Try it
Please copy exactly the lines from the first in the records through the line that contains "slot_left = -frame_width / 2 + wall", but not the pictures.

(Dataset entries)
------------------------------------------------
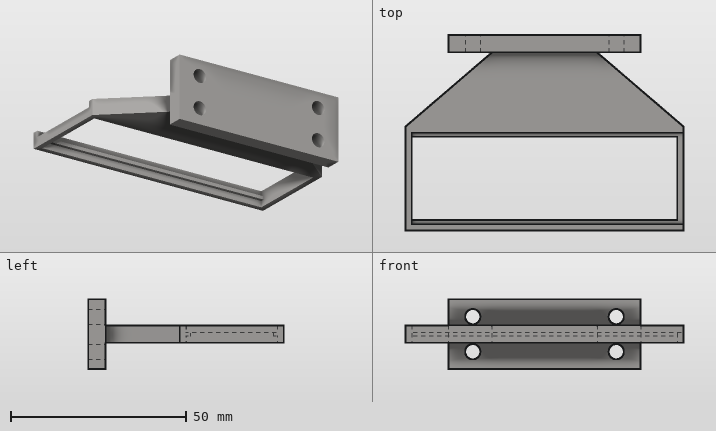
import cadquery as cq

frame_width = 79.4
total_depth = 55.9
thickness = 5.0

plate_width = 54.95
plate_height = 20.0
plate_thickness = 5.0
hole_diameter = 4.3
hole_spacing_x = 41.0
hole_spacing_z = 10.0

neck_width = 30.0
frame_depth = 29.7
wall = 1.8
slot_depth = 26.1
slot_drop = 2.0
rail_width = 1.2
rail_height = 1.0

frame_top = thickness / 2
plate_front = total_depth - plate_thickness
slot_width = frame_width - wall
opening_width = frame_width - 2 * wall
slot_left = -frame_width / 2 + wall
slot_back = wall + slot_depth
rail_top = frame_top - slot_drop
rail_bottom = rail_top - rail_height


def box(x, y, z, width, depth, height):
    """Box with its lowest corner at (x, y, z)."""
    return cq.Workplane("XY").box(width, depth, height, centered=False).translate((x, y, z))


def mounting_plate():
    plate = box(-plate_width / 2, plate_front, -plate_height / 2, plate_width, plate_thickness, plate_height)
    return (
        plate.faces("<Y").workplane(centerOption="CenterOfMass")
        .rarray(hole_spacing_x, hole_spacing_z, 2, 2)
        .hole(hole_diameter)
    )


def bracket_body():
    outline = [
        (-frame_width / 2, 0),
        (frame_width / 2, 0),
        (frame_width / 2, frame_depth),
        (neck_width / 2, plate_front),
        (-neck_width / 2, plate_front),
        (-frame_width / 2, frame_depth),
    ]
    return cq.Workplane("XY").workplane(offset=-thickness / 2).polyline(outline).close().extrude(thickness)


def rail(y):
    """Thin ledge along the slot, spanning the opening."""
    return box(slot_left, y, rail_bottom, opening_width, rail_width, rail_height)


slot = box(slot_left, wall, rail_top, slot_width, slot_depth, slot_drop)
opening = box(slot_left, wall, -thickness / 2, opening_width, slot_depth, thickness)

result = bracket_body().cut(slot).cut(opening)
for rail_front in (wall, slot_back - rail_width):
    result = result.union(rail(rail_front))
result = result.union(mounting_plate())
------------------------------------------------
Reply to the exercise
import cadquery as cq

frame_width = 79.4
total_depth = 55.9
thickness = 5.0

plate_width = 54.95
plate_height = 20.0
plate_thickness = 5.0
hole_diameter = 4.3
hole_spacing_x = 41.0
hole_spacing_z = 10.0

neck_width = 30.0
frame_depth = 29.7
wall = 1.8
slot_depth = 26.1
slot_drop = 2.0
rail_width = 1.2
rail_height = 1.0

frame_top = thickness / 2
plate_front = total_depth - plate_thickness
slot_width = frame_width - wall
opening_width = frame_width - 2 * wall
slot_left = -frame_width / 2 + wall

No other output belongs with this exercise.